The records:
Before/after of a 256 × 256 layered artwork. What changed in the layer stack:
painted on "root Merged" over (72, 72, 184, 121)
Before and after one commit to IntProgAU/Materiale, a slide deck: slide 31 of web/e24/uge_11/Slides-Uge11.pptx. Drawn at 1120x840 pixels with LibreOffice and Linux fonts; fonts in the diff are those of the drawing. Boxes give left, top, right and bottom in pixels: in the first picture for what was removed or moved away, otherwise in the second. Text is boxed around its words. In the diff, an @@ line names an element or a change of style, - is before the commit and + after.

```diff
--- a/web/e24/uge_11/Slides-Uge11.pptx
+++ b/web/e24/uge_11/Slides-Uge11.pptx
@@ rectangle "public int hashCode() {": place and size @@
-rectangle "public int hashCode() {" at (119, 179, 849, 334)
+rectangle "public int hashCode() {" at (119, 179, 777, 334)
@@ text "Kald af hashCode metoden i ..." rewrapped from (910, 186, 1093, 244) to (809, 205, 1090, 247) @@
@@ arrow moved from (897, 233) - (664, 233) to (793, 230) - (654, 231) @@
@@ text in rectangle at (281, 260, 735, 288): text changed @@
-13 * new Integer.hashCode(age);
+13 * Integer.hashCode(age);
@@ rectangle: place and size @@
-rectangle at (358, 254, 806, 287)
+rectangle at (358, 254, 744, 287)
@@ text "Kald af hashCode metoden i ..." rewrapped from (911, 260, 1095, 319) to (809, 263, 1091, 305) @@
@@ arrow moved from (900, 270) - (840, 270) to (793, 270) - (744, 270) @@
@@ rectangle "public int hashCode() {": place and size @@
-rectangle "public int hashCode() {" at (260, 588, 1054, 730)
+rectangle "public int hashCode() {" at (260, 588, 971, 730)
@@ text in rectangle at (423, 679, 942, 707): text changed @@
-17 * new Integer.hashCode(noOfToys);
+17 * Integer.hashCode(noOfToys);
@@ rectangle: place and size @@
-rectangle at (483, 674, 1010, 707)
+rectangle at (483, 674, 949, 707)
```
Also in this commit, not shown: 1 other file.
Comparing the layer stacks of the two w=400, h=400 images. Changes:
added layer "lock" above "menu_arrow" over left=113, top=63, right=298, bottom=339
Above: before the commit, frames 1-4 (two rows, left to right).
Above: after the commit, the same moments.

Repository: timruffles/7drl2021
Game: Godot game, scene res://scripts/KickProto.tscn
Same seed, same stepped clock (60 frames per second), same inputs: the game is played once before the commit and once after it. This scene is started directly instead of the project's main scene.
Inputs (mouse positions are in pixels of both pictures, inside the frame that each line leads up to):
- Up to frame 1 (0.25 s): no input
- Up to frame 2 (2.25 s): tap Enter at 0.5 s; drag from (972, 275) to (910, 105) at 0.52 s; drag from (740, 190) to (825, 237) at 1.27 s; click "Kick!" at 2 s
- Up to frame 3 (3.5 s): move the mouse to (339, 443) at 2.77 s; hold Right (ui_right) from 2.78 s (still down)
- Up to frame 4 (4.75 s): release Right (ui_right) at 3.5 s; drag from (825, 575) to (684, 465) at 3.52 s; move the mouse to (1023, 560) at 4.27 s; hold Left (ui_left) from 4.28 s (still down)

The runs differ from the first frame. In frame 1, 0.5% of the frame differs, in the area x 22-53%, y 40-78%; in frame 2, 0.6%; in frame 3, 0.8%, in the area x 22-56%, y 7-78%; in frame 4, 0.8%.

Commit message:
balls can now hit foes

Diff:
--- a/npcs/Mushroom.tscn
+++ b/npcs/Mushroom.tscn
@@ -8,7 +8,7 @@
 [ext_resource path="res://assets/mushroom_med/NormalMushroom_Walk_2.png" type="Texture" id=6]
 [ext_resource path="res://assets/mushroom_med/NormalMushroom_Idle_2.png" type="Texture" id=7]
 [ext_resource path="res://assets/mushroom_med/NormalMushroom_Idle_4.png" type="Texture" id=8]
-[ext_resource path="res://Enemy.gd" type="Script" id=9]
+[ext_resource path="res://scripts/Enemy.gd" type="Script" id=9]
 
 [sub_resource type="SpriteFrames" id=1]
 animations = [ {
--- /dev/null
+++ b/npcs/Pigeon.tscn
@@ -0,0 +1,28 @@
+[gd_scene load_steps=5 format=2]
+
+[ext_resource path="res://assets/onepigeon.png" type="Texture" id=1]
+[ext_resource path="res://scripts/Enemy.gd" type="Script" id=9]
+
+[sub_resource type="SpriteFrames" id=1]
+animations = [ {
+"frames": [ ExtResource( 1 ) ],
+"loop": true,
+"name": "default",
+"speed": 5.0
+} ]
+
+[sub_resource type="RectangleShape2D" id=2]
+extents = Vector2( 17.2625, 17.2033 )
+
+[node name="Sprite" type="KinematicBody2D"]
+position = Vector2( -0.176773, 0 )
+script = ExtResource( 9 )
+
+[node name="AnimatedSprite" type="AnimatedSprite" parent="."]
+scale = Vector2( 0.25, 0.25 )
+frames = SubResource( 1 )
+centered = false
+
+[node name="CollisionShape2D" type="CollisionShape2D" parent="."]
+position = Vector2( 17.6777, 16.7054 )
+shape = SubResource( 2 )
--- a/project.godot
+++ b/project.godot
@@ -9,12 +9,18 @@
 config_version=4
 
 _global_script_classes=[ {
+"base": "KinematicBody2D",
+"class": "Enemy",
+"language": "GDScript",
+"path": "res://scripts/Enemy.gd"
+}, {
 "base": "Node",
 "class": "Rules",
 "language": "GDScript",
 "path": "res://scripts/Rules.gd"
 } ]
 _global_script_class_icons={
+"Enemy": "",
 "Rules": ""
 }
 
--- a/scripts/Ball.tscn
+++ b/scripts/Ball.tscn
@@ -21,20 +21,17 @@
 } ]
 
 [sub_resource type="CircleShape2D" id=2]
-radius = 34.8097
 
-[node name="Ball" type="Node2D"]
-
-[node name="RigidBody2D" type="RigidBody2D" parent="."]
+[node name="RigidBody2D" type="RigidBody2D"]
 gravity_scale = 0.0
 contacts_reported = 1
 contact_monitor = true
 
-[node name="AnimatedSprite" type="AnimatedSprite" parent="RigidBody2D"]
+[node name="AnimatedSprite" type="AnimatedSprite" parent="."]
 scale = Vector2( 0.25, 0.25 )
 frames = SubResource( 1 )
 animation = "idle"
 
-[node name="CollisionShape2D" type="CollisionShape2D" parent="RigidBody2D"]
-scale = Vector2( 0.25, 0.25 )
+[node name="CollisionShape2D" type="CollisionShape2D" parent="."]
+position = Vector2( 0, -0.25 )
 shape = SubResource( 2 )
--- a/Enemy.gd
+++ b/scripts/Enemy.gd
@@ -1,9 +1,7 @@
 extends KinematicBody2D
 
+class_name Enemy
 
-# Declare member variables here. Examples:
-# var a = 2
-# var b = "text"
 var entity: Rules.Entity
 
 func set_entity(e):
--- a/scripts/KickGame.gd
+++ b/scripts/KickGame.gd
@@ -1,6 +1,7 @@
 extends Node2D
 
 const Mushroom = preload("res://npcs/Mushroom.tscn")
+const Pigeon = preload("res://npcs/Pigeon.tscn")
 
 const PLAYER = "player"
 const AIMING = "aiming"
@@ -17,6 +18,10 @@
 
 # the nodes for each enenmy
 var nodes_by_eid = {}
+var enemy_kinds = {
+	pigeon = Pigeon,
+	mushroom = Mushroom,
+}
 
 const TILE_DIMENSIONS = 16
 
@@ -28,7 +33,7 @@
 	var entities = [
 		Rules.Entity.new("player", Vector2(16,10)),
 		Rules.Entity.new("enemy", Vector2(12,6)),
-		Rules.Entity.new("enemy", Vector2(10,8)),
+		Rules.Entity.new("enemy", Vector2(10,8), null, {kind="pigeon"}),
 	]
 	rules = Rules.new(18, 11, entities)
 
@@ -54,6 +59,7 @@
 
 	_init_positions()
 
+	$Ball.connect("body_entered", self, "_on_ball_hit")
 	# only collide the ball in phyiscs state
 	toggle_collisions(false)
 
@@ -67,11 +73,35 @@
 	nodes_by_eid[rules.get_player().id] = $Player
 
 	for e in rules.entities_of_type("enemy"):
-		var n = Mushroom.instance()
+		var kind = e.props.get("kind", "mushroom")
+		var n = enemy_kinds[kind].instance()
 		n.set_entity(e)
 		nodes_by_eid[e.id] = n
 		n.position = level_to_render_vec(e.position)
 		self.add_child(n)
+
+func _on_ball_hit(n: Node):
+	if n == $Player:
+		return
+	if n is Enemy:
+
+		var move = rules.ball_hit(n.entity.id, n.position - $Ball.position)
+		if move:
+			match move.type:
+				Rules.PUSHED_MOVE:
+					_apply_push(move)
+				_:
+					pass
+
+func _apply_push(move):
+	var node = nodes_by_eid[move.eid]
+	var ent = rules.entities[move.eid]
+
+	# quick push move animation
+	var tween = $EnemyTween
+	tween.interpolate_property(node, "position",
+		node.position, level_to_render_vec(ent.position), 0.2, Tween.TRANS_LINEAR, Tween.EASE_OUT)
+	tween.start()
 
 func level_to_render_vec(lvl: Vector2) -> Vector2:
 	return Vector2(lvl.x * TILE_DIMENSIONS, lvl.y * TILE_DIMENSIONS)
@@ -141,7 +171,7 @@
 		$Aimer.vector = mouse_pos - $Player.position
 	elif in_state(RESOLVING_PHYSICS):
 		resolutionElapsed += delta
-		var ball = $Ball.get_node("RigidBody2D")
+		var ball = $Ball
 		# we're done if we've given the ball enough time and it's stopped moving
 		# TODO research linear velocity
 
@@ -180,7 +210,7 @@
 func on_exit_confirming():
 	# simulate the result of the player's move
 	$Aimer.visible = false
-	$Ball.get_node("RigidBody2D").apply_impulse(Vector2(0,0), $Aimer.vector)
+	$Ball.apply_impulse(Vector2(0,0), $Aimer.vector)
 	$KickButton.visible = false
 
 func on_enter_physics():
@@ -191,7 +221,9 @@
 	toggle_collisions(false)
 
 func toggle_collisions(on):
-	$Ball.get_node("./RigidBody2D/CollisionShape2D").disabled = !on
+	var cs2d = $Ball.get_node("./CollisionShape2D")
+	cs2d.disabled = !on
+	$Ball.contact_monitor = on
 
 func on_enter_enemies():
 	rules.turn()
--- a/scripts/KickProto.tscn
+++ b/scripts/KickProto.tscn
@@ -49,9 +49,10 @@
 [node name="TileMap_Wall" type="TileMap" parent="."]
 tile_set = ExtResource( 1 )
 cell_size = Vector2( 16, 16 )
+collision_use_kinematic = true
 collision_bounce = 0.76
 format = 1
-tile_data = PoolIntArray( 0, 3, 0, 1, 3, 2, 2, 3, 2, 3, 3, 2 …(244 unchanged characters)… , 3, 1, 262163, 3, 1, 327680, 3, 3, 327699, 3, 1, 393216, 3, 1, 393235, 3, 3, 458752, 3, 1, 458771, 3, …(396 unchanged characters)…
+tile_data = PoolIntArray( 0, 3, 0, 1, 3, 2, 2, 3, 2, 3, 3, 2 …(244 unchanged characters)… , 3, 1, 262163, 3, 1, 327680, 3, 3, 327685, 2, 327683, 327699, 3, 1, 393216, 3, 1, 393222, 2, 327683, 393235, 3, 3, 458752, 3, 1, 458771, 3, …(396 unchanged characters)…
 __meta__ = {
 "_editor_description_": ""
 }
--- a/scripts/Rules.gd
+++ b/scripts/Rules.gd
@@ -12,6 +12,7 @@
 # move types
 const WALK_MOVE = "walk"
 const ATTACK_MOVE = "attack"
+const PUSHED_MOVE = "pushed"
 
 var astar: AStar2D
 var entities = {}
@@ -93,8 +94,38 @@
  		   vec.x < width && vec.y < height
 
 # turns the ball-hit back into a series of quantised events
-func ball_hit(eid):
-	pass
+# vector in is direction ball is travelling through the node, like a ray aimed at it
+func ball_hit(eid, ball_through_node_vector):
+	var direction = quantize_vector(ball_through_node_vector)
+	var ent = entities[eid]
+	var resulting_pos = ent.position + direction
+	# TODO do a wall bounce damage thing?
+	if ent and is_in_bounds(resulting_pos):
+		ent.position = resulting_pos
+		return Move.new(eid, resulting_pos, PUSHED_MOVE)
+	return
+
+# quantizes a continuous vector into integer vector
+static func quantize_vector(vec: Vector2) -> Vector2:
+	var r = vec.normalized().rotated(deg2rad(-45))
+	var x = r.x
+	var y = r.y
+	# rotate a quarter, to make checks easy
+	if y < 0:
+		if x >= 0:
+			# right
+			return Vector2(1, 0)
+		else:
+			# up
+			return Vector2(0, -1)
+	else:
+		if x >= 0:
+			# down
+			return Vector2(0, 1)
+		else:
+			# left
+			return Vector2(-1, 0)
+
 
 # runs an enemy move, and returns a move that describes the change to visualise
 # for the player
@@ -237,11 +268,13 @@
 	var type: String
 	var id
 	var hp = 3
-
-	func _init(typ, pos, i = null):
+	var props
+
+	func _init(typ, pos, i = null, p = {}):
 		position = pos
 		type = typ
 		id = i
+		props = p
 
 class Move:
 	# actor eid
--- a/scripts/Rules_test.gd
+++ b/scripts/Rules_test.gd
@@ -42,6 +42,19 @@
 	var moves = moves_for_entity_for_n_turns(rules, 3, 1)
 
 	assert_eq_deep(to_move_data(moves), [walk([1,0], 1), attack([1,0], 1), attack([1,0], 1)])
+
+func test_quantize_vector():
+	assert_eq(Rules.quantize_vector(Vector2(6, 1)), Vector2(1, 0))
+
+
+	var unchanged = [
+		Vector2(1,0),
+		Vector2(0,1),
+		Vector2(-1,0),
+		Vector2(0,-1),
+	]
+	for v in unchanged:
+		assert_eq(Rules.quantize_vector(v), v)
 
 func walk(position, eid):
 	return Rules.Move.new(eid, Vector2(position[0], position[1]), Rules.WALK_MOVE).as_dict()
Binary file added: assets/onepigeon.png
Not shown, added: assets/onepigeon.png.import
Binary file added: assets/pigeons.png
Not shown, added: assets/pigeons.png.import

Exercise prompt: Every line above holding the string "import" should be listed.

Solution to the problem:
Not shown, added: assets/onepigeon.png.import
Not shown, added: assets/pigeons.png.import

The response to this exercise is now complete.